- **ACTIVITY**
From the material below, tally every line containing "preload"; reply with the total only.

──────── PROVIDED ENTRIES ────────

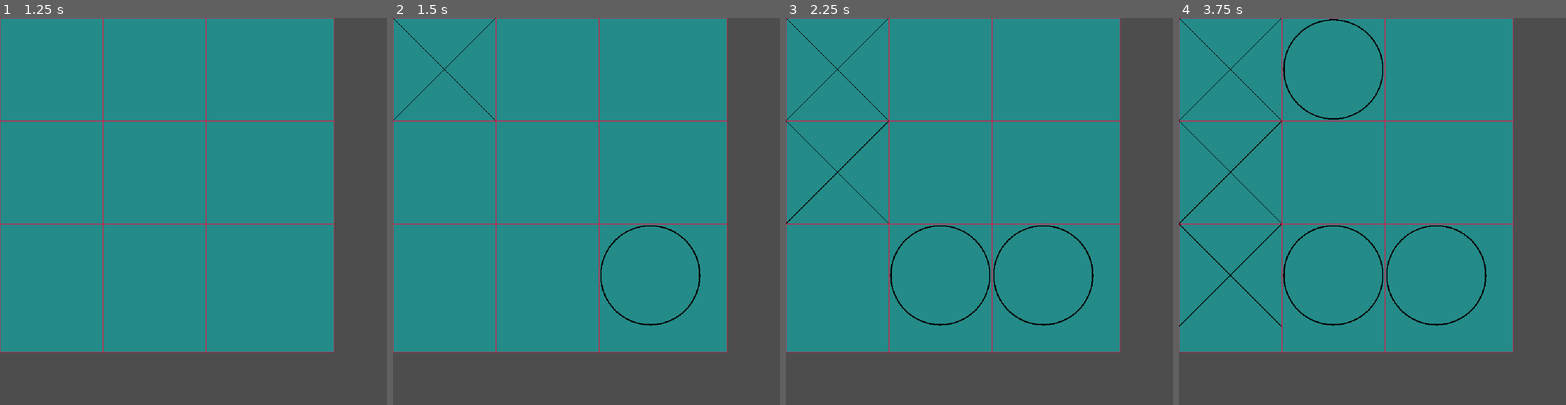
Above: before the commit, frames 1-4 (left to right).
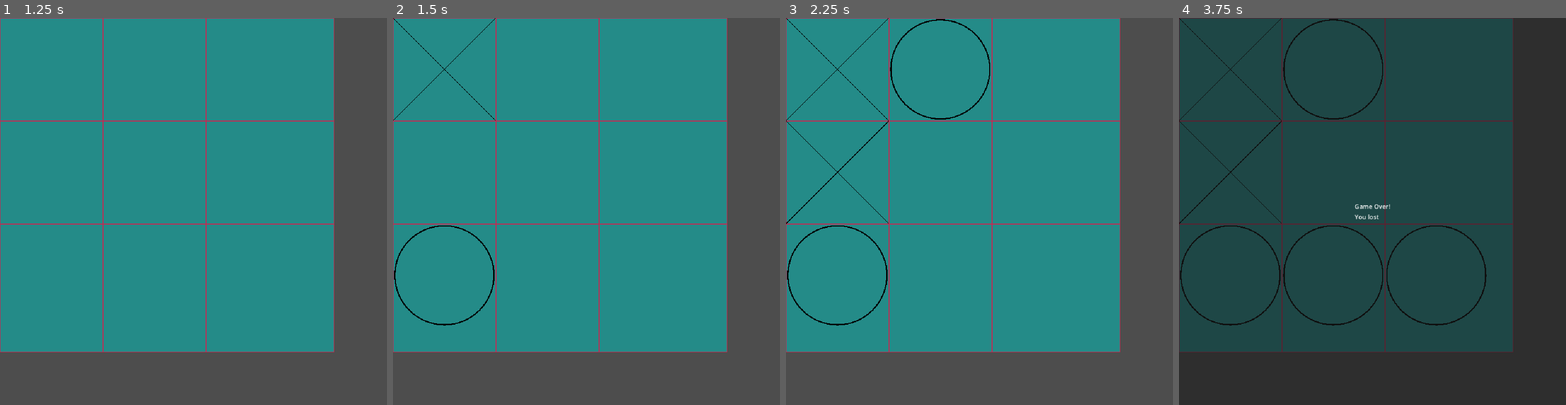
Above: after the commit, the same moments.

Repository: bryantp/tic-tac-toe
Game: Godot game, scene res://scenes/game_board/game_board.tscn
Same seed, same stepped clock (60 frames per second), same inputs: the game is played once before the commit and once after it. Before the commit the project starts from res://game_board.tscn.
Inputs (mouse positions are in pixels of both pictures, inside the frame that each line leads up to):
- Up to frame 1 (1.25 s): click "Single Player" at 0.5 s
- Up to frame 2 (1.5 s): tap Enter at 1.25 s; move the mouse to (458, 83) at 1.27 s; click (458, 83) at 1.42 s
- Up to frame 3 (2.25 s): tap Space at 2 s; move the mouse to (851, 184) at 2.02 s; click (851, 184) at 2.17 s
- Up to frame 4 (3.75 s): tap Enter at 2.75 s; move the mouse to (1244, 288) at 2.77 s; click (1244, 288) at 2.92 s; tap Space at 3.5 s; move the mouse to (1345, 83) at 3.52 s; click (1345, 83) at 3.67 s

Frame 1 is identical in both runs. In frame 2, 0.5% of the frame differs, in the area x 0-80%, y 53-80%; in frame 3, 1.1%; in frame 4, 99%, in the area x 0-100%, y 0-100%.

Commit message:
Game works

Diff:
--- a/click_collision.gd
+++ /dev/null
@@ -1,5 +0,0 @@
-extends CollisionShape2D
-
-func _input_event(viewport, event, shape_idx):
-	if event is InputEventMouseButton and event.button_index == MOUSE_BUTTON_LEFT:
-		print("event clicked")
--- a/game_board.gd
+++ /dev/null
@@ -1,152 +0,0 @@
-extends Node2D
-
-var game_square_scene_resource: PackedScene = preload("res://game_square.tscn")
-var main_menu_scene_resource: PackedScene = preload("res://main_menu.tscn")
-var main_menu_scene
-
-var grid_count_vertical = 3
-var grid_count_horizontal = 3
-var board_places: Array[GameSquare] = []
-
-enum GAME_STATE {MAIN_MENU, SINGLE_PLAYER}
-var current_game_state = GAME_STATE.MAIN_MENU
-
-enum PLAYER_TURN {PLAYER_ONE, PLAYER_TWO}
-var current_player_turn = PLAYER_TURN.PLAYER_ONE
-
-func _process(delta: float) -> void:
-	if current_player_turn == PLAYER_TURN.PLAYER_ONE:
-		$InputBlockingRect.visible = false
-		$InputBlockingRect.mouse_filter = Control.MOUSE_FILTER_IGNORE
-	else: #The AI has to make a move
-		$InputBlockingRect.visible = true
-		$InputBlockingRect.mouse_filter = Control.MOUSE_FILTER_STOP
-		_ai_make_move()
-
-func _ai_make_move():
-	print("AI Making Move")
-	var empty_board_indices: Array[int] = []
-	# Gather all of the empty board spaces
-	for i in range(board_places.size()):
-		var board_piece = board_places[i]
-		if(board_piece.current_marker_type == GameSquare.MARKER_TYPE.NONE):
-			empty_board_indices.append(i)
-
-	print("Found %s empty board pieces" % empty_board_indices.size())
-	# Pick one at random
-	var random_index = randi_range(0, empty_board_indices.size())
-	var chosen_board_piece = board_places[random_index]
-	print("Chose index (%s,%s) as my board piece" % _get_xy_from_int(random_index))
-	# Place a cirle for now
-	chosen_board_piece.place_circle()
-	_handle_potential_win(_check_win())
-	current_player_turn = PLAYER_TURN.PLAYER_ONE
-
-func _draw() -> void:
-	if current_game_state == GAME_STATE.MAIN_MENU:
-		_render_main_menu()
-	else:
-		_render_game_board()
-
-func _render_main_menu() -> void:
-	main_menu_scene = main_menu_scene_resource.instantiate()
-	add_child(main_menu_scene)
-	main_menu_scene.selected_single_player.connect(_set_game_mode_single_player)
-
-# Signal handler for menu button single player
-func _set_game_mode_single_player() -> void:
-	current_game_state = GAME_STATE.SINGLE_PLAYER
-	main_menu_scene.hide()
-	queue_redraw()
-
-func _render_game_board() -> void:
-	var root_size = get_tree().root.size
-	var game_square_height = root_size.y / grid_count_vertical
-	var game_square_width = root_size.x / grid_count_horizontal
-
-	var current_x = 0
-	var current_y = 0
-	for i in range(0, grid_count_horizontal):
-		current_y = 0
-		for j in range(0, grid_count_vertical):
-			var game_square_scene = game_square_scene_resource.instantiate()
-			game_square_scene.position = Vector2(current_x,current_y)
-			add_child(game_square_scene)
-			game_square_scene.player_choice_made.connect(_handle_player_choice_made)
-			var scale = Vector2(game_square_width / float(root_size.x), game_square_height / float(root_size.y))
-			game_square_scene.set_scale(scale)
-			current_y += game_square_height
-			print("Placing Board Piece")
-			board_places.append(game_square_scene)
-		current_x += game_square_width
-
-func _handle_player_choice_made(marker_type: GameSquare.MARKER_TYPE) -> void:
-	print("Got player choice %s" % marker_type)
-	if current_player_turn != PLAYER_TURN.PLAYER_ONE:
-		# This will have to change when we have multiplayer
-		push_error("Player can't make a choice when it's not their turn, quitting game.")
-		get_tree().quit()
-	#We're going to have to stop player one from making choices here
-	current_player_turn = PLAYER_TURN.PLAYER_TWO
-	_handle_potential_win(_check_win())
-
-func _handle_potential_win(markerType: GameSquare.MARKER_TYPE) -> void:
-	print("Winning Marker %s" %  GameSquare.MARKER_TYPE.keys()[markerType])
-
-func _check_win():
-	# There are only 8 possible ways to win, manually check them all
-	var did_win: GameSquare.MARKER_TYPE
-	var horizontalTop: Array[GameSquare] = [_get_grid_at_xy(0,0), _get_grid_at_xy(1,0), _get_grid_at_xy(2,0)]
-	did_win = _check_row_for_win(horizontalTop)
-	if did_win != GameSquare.MARKER_TYPE.NONE:
-		return did_win
-
-	var horizontalMiddle: Array[GameSquare] = [_get_grid_at_xy(0,1), _get_grid_at_xy(1,1), _get_grid_at_xy(2,1)]
-	did_win = _check_row_for_win(horizontalMiddle)
-	if did_win != GameSquare.MARKER_TYPE.NONE:
-		return did_win
-
-	var horizontalBottom: Array[GameSquare] = [_get_grid_at_xy(0,2), _get_grid_at_xy(1,2), _get_grid_at_xy(2,2)]
-	did_win = _check_row_for_win(horizontalBottom)
-	if did_win != GameSquare.MARKER_TYPE.NONE:
-		return did_win
-
-	var verticalLeft: Array[GameSquare] = [_get_grid_at_xy(0,0), _get_grid_at_xy(0,1), _get_grid_at_xy(0,2)]
-	did_win = _check_row_for_win(verticalLeft)
-	if did_win != GameSquare.MARKER_TYPE.NONE:
-		return did_win
-
-	var verticalMiddle: Array[GameSquare] = [_get_grid_at_xy(1,0), _get_grid_at_xy(1,1), _get_grid_at_xy(2,1)]
-	did_win = _check_row_for_win(verticalMiddle)
-	if did_win != GameSquare.MARKER_TYPE.NONE:
-		return did_win
-
-	var verticalRight: Array[GameSquare] = [_get_grid_at_xy(2,0), _get_grid_at_xy(2,1), _get_grid_at_xy(2,2)]
-	did_win = _check_row_for_win(verticalRight)
-	if did_win != GameSquare.MARKER_TYPE.NONE:
-		return did_win
-
-	var diagRight: Array[GameSquare] = [_get_grid_at_xy(0,0), _get_grid_at_xy(1,1), _get_grid_at_xy(2,1)]
-	did_win = _check_row_for_win(diagRight)
-	if did_win != GameSquare.MARKER_TYPE.NONE:
-		return did_win
-
-	var diagLeft: Array[GameSquare] = [_get_grid_at_xy(2,0), _get_grid_at_xy(1,1), _get_grid_at_xy(0,2)]
-	return _check_row_for_win(diagLeft)
-
-func _check_row_for_win(row: Array[GameSquare]) -> GameSquare.MARKER_TYPE:
-	var x_wins = row.reduce(func(count, next): return count + 1 if next.current_marker_type == GameSquare.MARKER_TYPE.X else count, 0)
-	if x_wins == 3:
-		return GameSquare.MARKER_TYPE.X
-
-	var circle_wins = row.reduce(func(count, next): return count + 1 if next.current_marker_type == GameSquare.MARKER_TYPE.CIRCLE else count, 0)
-	if circle_wins == 3:
-		return GameSquare.MARKER_TYPE.CIRCLE
-
-	return GameSquare.MARKER_TYPE.NONE
-
-func _get_grid_at_xy(x: int, y: int) -> GameSquare:
-	return board_places[y * 3 + x]
-
-func _get_xy_from_int(i: int) -> Array[int]:
-	return [i / 3,i % 3]
--- a/game_board.tscn
+++ /dev/null
@@ -1,30 +0,0 @@
-[gd_scene load_steps=2 format=3 uid="uid://bw7t5ayu8c2no"]
-
-[ext_resource type="Script" uid="uid://c5ye0vypmfy6m" path="res://game_board.gd" id="1_xrvgy"]
-
-[node name="MainGame" type="Node2D"]
-script = ExtResource("1_xrvgy")
-
-[node name="InputBlockingRect" type="ColorRect" parent="."]
-visible = false
-z_index = 2
-offset_right = 999.0
-offset_bottom = 1000.0
-mouse_filter = 2
-color = Color(0.23529412, 0.3764706, 0.42352942, 0.89411765)
-
-[node name="Label" type="Label" parent="InputBlockingRect"]
-layout_mode = 1
-anchors_preset = 8
-anchor_left = 0.5
-anchor_top = 0.5
-anchor_right = 0.5
-anchor_bottom = 0.5
-offset_left = -70.5
-offset_top = -11.5
-offset_right = 70.5
-offset_bottom = 11.5
-grow_horizontal = 2
-grow_vertical = 2
-theme_override_font_sizes/font_size = 80
-text = "Other Player Goes"
--- /dev/null
+++ b/scenes/game_board/game_board.gd
@@ -0,0 +1,94 @@
+extends Node2D
+
+var game_square_scene_resource: PackedScene = preload("res://scenes/game_square/game_square.tscn")
+var main_menu_scene_resource: PackedScene = preload("res://scenes/main_menu/main_menu.tscn")
+var game_over_scene_resource: PackedScene = preload("res://scenes/game_over/game_over.tscn")
+var main_menu_scene
+
+var grid_count_vertical = 3
+var grid_count_horizontal = 3
+var board_places: Array[GameSquare] = []
+
+enum GAME_STATE {MAIN_MENU, SINGLE_PLAYER}
+var current_game_state = GAME_STATE.MAIN_MENU
+
+enum PLAYER_TURN {PLAYER_ONE, PLAYER_TWO}
+var current_player_turn = PLAYER_TURN.PLAYER_ONE
+
+var win_condition_check: WinConditionCheck
+
+func _process(delta: float) -> void:
+	if current_player_turn == PLAYER_TURN.PLAYER_ONE:
+		$InputBlockingRect.visible = false
+		$InputBlockingRect.mouse_filter = Control.MOUSE_FILTER_IGNORE
+	else: #The AI has to make a move
+		$InputBlockingRect.visible = true
+		$InputBlockingRect.mouse_filter = Control.MOUSE_FILTER_STOP
+		_ai_make_move()
+
+func _ai_make_move():
+	var chosen_board_piece = GameAI.ai_make_move(board_places)
+	chosen_board_piece.place_circle()
+	_handle_potential_win(win_condition_check.check_win())
+	current_player_turn = PLAYER_TURN.PLAYER_ONE
+
+func _draw() -> void:
+	if current_game_state == GAME_STATE.MAIN_MENU:
+		_render_main_menu()
+	else:
+		_render_game_board()
+
+func _render_main_menu() -> void:
+	main_menu_scene = main_menu_scene_resource.instantiate()
+	add_child(main_menu_scene)
+	main_menu_scene.selected_single_player.connect(_set_game_mode_single_player)
+
+# Signal handler for menu button single player
+func _set_game_mode_single_player() -> void:
+	current_game_state = GAME_STATE.SINGLE_PLAYER
+	main_menu_scene.hide()
+	queue_redraw()
+
+func _render_game_board() -> void:
+	var root_size = get_tree().root.size
+	var game_square_height = root_size.y / grid_count_vertical
+	var game_square_width = root_size.x / grid_count_horizontal
+
+	var current_x = 0
+	var current_y = 0
+	for i in range(0, grid_count_horizontal):
+		current_y = 0
+		for j in range(0, grid_count_vertical):
+			var game_square_scene = game_square_scene_resource.instantiate()
+			game_square_scene.position = Vector2(current_x,current_y)
+			add_child(game_square_scene)
+			game_square_scene.player_choice_made.connect(_handle_player_choice_made)
+			var scale = Vector2(game_square_width / float(root_size.x), game_square_height / float(root_size.y))
+			game_square_scene.set_scale(scale)
+			current_y += game_square_height
+			print("Placing Board Piece")
+			board_places.append(game_square_scene)
+		current_x += game_square_width
+	win_condition_check = WinConditionCheck.new(board_places)
+
+func _handle_player_choice_made(marker_type: GameSquare.MARKER_TYPE) -> void:
+	print("Got player choice %s" % marker_type)
+	if current_player_turn != PLAYER_TURN.PLAYER_ONE:
+		# This will have to change when we have multiplayer
+		push_error("Player can't make a choice when it's not their turn, quitting game.")
+		get_tree().quit()
+	#We're going to have to stop player one from making choices here
+	current_player_turn = PLAYER_TURN.PLAYER_TWO
+	_handle_potential_win(win_condition_check.check_win())
+
+func _handle_potential_win(markerType: GameSquare.MARKER_TYPE) -> void:
+	if markerType == GameSquare.MARKER_TYPE.NONE:
+		return
+	print("Winning Marker %s" %  GameSquare.MARKER_TYPE.keys()[markerType])
+	var game_over = game_over_scene_resource.instantiate()
+	if markerType == GameSquare.MARKER_TYPE.X:
+		game_over.message = "You won!"
+	else:
+		game_over.message = "You lost"
+
+	add_child(game_over)
--- /dev/null
+++ b/scenes/game_board/game_board.tscn
@@ -0,0 +1,29 @@
+[gd_scene load_steps=2 format=3 uid="uid://bw7t5ayu8c2no"]
+
+[ext_resource type="Script" uid="uid://c5ye0vypmfy6m" path="res://game_board.gd" id="1_mg2ed"]
+
+[node name="MainGame" type="Node2D"]
+script = ExtResource("1_mg2ed")
+
+[node name="InputBlockingRect" type="ColorRect" parent="."]
+z_index = 2
+offset_right = 999.0
+offset_bottom = 1000.0
+mouse_filter = 2
+color = Color(0.23529412, 0.3764706, 0.42352942, 0.89411765)
+
+[node name="Label" type="Label" parent="InputBlockingRect"]
+layout_mode = 1
+anchors_preset = 8
+anchor_left = 0.5
+anchor_top = 0.5
+anchor_right = 0.5
+anchor_bottom = 0.5
+offset_left = -70.5
+offset_top = -11.5
+offset_right = 70.5
+offset_bottom = 11.5
+grow_horizontal = 2
+grow_vertical = 2
+theme_override_font_sizes/font_size = 88
+text = "Other Player Goes"
--- /dev/null
+++ b/scenes/game_over/game_over.gd
@@ -0,0 +1,7 @@
+extends CanvasLayer
+
+@onready var label: Label = $PanelContainer/VBoxContainer/VBoxContainer/MessageLabel
+@export var message: String
+
+func _ready() -> void:
+	label.text = message
--- /dev/null
+++ b/scenes/game_over/game_over.tscn
@@ -0,0 +1,34 @@
+[gd_scene load_steps=3 format=3 uid="uid://t6716qkgkffx"]
+
+[ext_resource type="Script" uid="uid://da2w016335eqw" path="res://scenes/game_over/game_over.gd" id="1_sseyc"]
+[ext_resource type="Theme" uid="uid://uhqicibdpjko" path="res://main_theme.tres" id="2_anb0t"]
+
+[node name="MenuCanvasLayer" type="CanvasLayer"]
+script = ExtResource("1_sseyc")
+
+[node name="PanelContainer" type="PanelContainer" parent="."]
+anchors_preset = 15
+anchor_right = 1.0
+anchor_bottom = 1.0
+grow_horizontal = 2
+grow_vertical = 2
+size_flags_horizontal = 3
+size_flags_vertical = 3
+theme = ExtResource("2_anb0t")
+
+[node name="VBoxContainer" type="VBoxContainer" parent="PanelContainer"]
+layout_mode = 2
+size_flags_vertical = 4
+
+[node name="VBoxContainer" type="VBoxContainer" parent="PanelContainer/VBoxContainer"]
+layout_mode = 2
+size_flags_horizontal = 4
+
+[node name="Label" type="Label" parent="PanelContainer/VBoxContainer/VBoxContainer"]
+layout_mode = 2
+size_flags_horizontal = 4
+text = "Game Over!"
+
+[node name="MessageLabel" type="Label" parent="PanelContainer/VBoxContainer/VBoxContainer"]
+layout_mode = 2
+text = "You Won!"
--- a/game_square.tscn
+++ b/scenes/game_square/game_square.tscn
@@ -1,7 +1,7 @@
 [gd_scene load_steps=5 format=3 uid="uid://u6xfw75hjd3t"]
 
-[ext_resource type="Script" uid="uid://cl64vmuhlg838" path="res://game_square.gd" id="1_y2b6y"]
-[ext_resource type="Script" uid="uid://cntygqu3gke8q" path="res://circle.gd" id="2_yg47s"]
+[ext_resource type="Script" uid="uid://cl64vmuhlg838" path="res://scenes/game_square/game_square.gd" id="1_1o7tc"]
+[ext_resource type="Script" uid="uid://cntygqu3gke8q" path="res://scenes/game_square/circle.gd" id="2_4w46j"]
 
 [sub_resource type="RectangleShape2D" id="RectangleShape2D_yg47s"]
 size = Vector2(987, 989)
@@ -15,7 +15,7 @@
 border_color = Color(0.79799587, 0.14575243, 0.3126332, 1)
 
 [node name="GameSquare" type="Area2D"]
-script = ExtResource("1_y2b6y")
+script = ExtResource("1_1o7tc")
 
 [node name="ClickCollision" type="CollisionShape2D" parent="."]
 position = Vector2(500.5, 501.5)
@@ -46,6 +46,6 @@
 theme_override_styles/panel = SubResource("StyleBoxFlat_y2b6y")
 
 [node name="Circle" type="Node2D" parent="."]
-script = ExtResource("2_yg47s")
+script = ExtResource("2_4w46j")
 
 [connection signal="input_event" from="." to="." method="_on_input_event"]
--- a/main_menu.gd
+++ b/scenes/main_menu/main_menu.gd
@@ -15,7 +15,8 @@
 	selected_multiplayer.emit()
 
 func _on_quit_button_pressed() -> void:
-	pass # Replace with function body.
+	get_tree().root.propagate_notification(NOTIFICATION_WM_CLOSE_REQUEST)
+	get_tree().quit()
 
 func _on_settings_button_pressed() -> void:
 	selected_settings.emit()
--- a/main_menu.tscn
+++ b/scenes/main_menu/main_menu.tscn
@@ -1,10 +1,10 @@
 [gd_scene load_steps=3 format=3 uid="uid://lh4nhusaonsa"]
 
-[ext_resource type="Theme" uid="uid://uhqicibdpjko" path="res://main_theme.tres" id="1_06t4h"]
-[ext_resource type="Script" uid="uid://brspukak7iy64" path="res://main_menu.gd" id="1_7vrkn"]
+[ext_resource type="Script" uid="uid://brspukak7iy64" path="res://scenes/main_menu/main_menu.gd" id="1_0ebjn"]
+[ext_resource type="Theme" uid="uid://uhqicibdpjko" path="res://main_theme.tres" id="2_ob46e"]
 
 [node name="MenuCanvasLayer" type="CanvasLayer"]
-script = ExtResource("1_7vrkn")
+script = ExtResource("1_0ebjn")
 
 [node name="PanelContainer" type="PanelContainer" parent="."]
 anchors_preset = 15
--- /dev/null
+++ b/scripts/game_ai.gd
@@ -0,0 +1,20 @@
+class_name GameAI
+
+static func ai_make_move(board_places: Array[GameSquare]) -> GameSquare:
+	print("AI Making Move")
+	var empty_board_indices: Array[int] = []
+	# Gather all of the empty board spaces
+	for i in range(board_places.size()):
+		var board_piece = board_places[i]
+		if(board_piece.current_marker_type == GameSquare.MARKER_TYPE.NONE):
+			empty_board_indices.append(i)
+
+	print("Found %s empty board pieces" % empty_board_indices.size())
+	# Pick one at random
+	var random_index = empty_board_indices[randi_range(0, empty_board_indices.size() - 1)]
+	var chosen_board_piece = board_places[random_index]
+	print("Chose index (%s,%s) as my board piece" % _get_xy_from_int(random_index))
+	return chosen_board_piece
+
+static func _get_xy_from_int(i: int) -> Array[int]:
+	return [i / 3,i % 3]
--- /dev/null
+++ b/scripts/win_condition_check.gd
@@ -0,0 +1,44 @@
+class_name WinConditionCheck
+
+var board_places: Array[GameSquare]
+
+func _init(board_places) -> void:
+	self.board_places = board_places
+
+func check_win() -> GameSquare.MARKER_TYPE:
+	var win_patterns = [
+		# Rows
+		[Vector2i(0, 0), Vector2i(1, 0), Vector2i(2, 0)],
+		[Vector2i(0, 1), Vector2i(1, 1), Vector2i(2, 1)],
+		[Vector2i(0, 2), Vector2i(1, 2), Vector2i(2, 2)],
+		# Columns
+		[Vector2i(0, 0), Vector2i(0, 1), Vector2i(0, 2)],
+		[Vector2i(1, 0), Vector2i(1, 1), Vector2i(1, 2)],
+		[Vector2i(2, 0), Vector2i(2, 1), Vector2i(2, 2)],
+		# Diagonals
+		[Vector2i(0, 0), Vector2i(1, 1), Vector2i(2, 2)],
+		[Vector2i(2, 0), Vector2i(1, 1), Vector2i(0, 2)]
+	]
+
+	for pattern in win_patterns:
+		var squares: Array[GameSquare] = []
+		for pos in pattern:
+			squares.append(_get_grid_at_xy(pos.x, pos.y))
+		var result = _check_row_for_win(squares)
+		if result != GameSquare.MARKER_TYPE.NONE:
+			return result
+
+	return GameSquare.MARKER_TYPE.NONE
+
+func _check_row_for_win(row: Array[GameSquare]) -> GameSquare.MARKER_TYPE:
+	var first_marker = row[0].current_marker_type
+
+	# All three must match, and not be NONE
+	if first_marker != GameSquare.MARKER_TYPE.NONE \
+			and row.all(func(cell): return cell.current_marker_type == first_marker):
+		return first_marker
+
+	return GameSquare.MARKER_TYPE.NONE
+
+func _get_grid_at_xy(x: int, y: int) -> GameSquare:
+	return board_places[y * 3 + x]
Not shown, removed: click_collision.gd.uid
Renamed: game_board.gd.uid -> scenes/game_board/game_board.gd.uid
Not shown, added: scenes/game_over/game_over.gd.uid
Renamed: circle.gd -> scenes/game_square/circle.gd
Renamed: circle.gd.uid -> scenes/game_square/circle.gd.uid
Renamed: game_square.gd -> scenes/game_square/game_square.gd
Renamed: game_square.gd.uid -> scenes/game_square/game_square.gd.uid
Renamed: main_menu.gd.uid -> scenes/main_menu/main_menu.gd.uid
Not shown: 1 places in scenes/main_menu/main_menu.tscn that only renumber resources
Not shown, added: scripts/game_ai.gd.uid
Not shown, added: scripts/win_condition_check.gd.uid
Not shown, added: scenes/game_board/game_board.tscn.depren
(and 1 more such lines)

────────

- **PROBLEM SOLUTION**
5